Work task
Where a line in the entries below contains the word "moved", count it. Return the total alone.

Data for this exercise
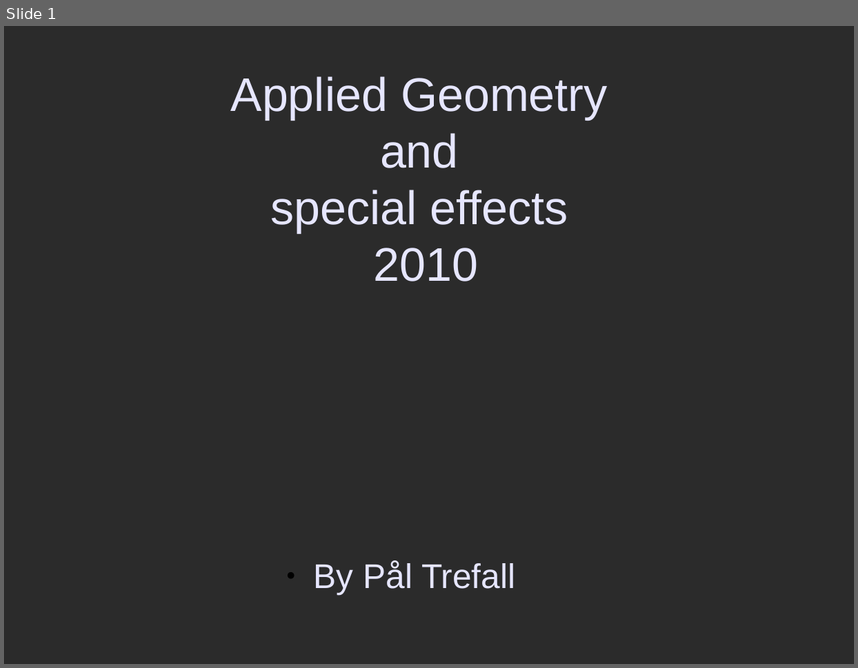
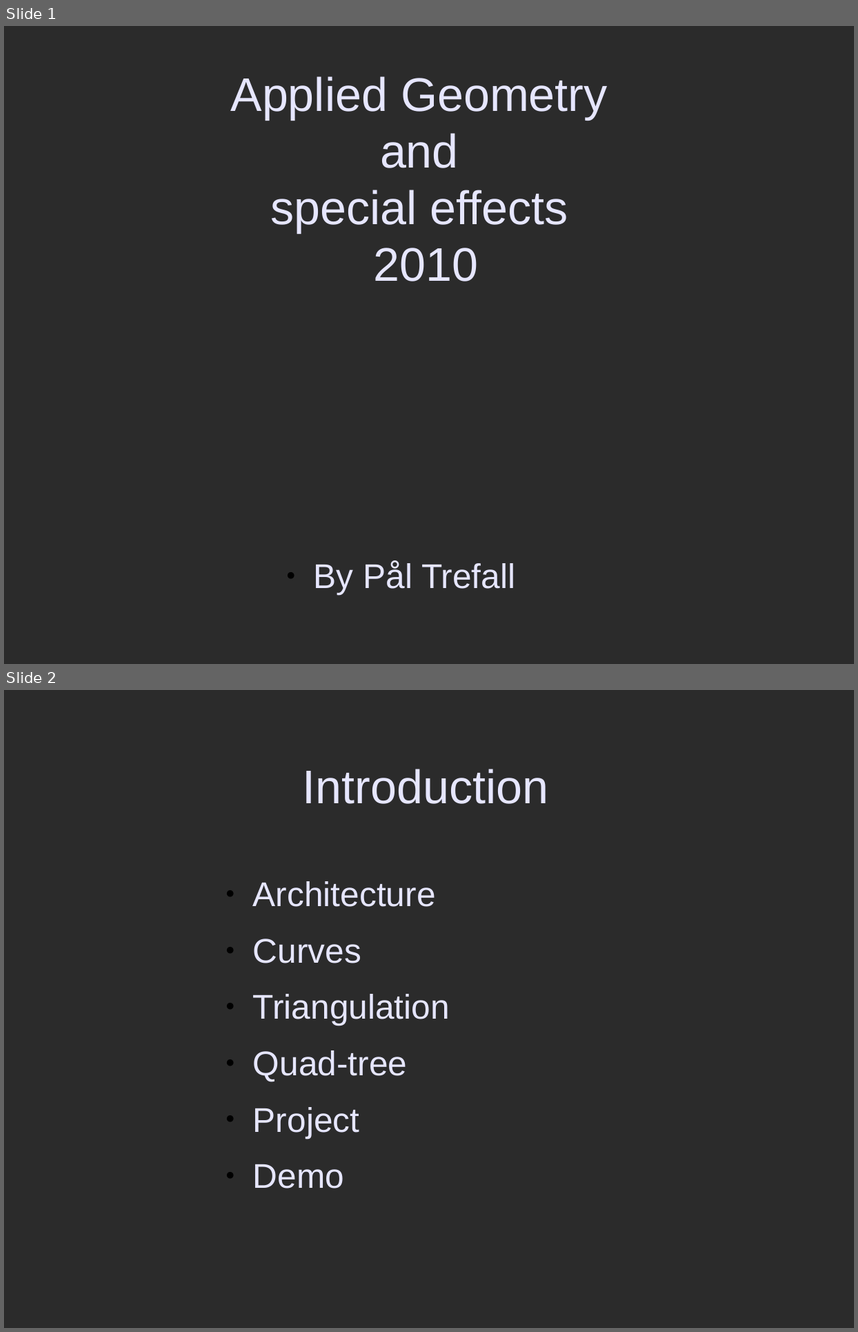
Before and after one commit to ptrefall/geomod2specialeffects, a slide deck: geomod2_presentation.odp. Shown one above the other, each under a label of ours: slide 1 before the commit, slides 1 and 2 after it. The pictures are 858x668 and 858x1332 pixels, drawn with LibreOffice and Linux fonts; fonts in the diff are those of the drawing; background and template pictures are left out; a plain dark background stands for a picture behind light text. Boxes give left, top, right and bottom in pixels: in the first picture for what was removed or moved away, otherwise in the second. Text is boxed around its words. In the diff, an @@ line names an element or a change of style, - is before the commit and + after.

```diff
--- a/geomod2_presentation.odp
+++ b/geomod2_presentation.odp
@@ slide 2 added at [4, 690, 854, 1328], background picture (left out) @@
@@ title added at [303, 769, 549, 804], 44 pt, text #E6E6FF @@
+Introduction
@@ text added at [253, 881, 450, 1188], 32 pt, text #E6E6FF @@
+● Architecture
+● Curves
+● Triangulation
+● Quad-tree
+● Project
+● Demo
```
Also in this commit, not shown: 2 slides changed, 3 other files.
--
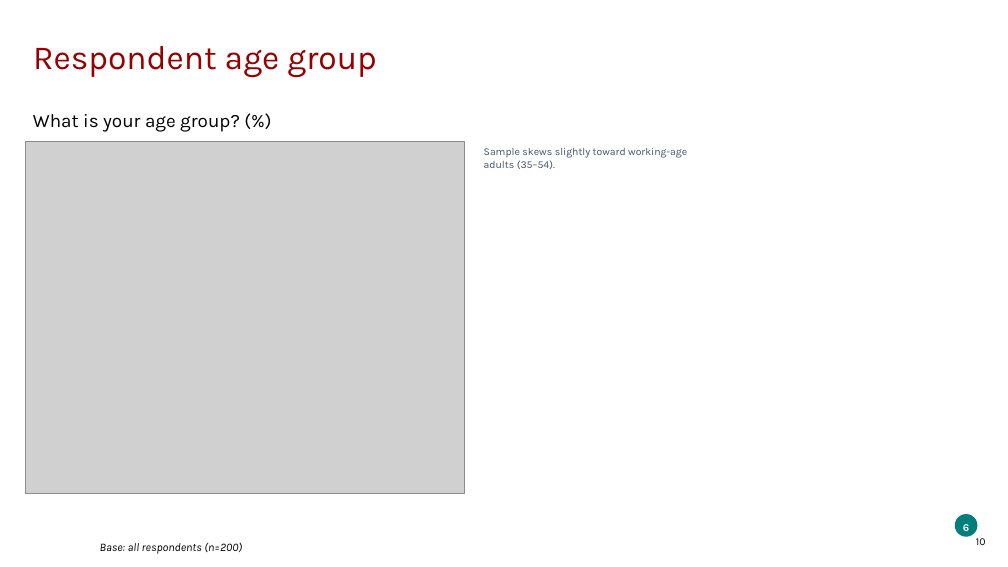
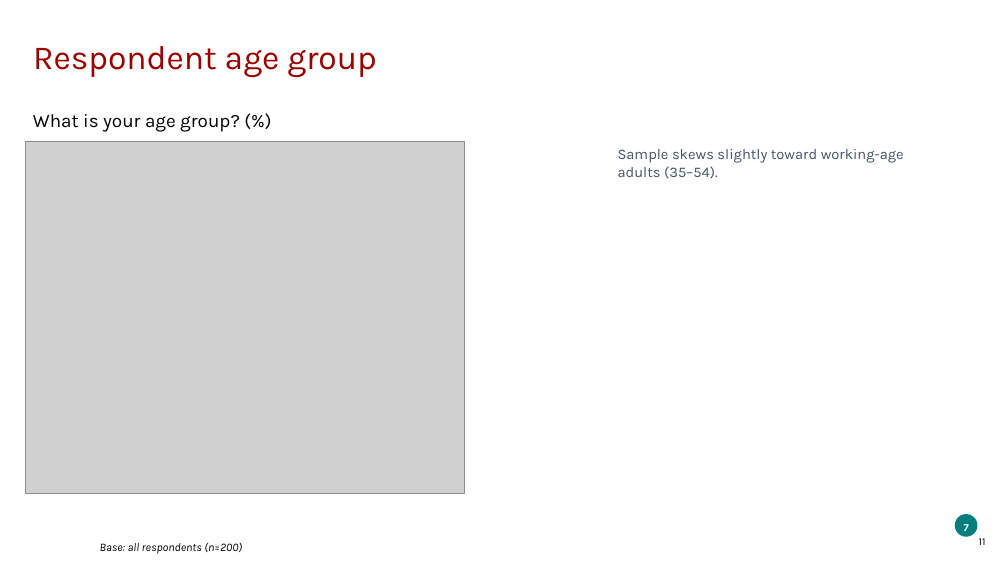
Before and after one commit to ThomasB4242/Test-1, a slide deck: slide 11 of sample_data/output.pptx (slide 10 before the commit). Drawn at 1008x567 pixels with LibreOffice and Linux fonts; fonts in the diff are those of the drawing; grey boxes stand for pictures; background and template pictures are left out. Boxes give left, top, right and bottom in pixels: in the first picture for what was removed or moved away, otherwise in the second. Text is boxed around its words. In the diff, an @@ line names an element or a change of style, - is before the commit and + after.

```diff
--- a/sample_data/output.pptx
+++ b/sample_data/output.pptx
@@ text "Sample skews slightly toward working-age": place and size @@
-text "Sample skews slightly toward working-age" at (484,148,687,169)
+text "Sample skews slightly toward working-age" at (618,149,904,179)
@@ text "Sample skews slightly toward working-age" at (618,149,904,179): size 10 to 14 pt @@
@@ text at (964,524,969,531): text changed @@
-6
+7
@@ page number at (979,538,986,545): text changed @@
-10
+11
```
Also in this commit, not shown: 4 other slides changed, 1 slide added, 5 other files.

Answer section
2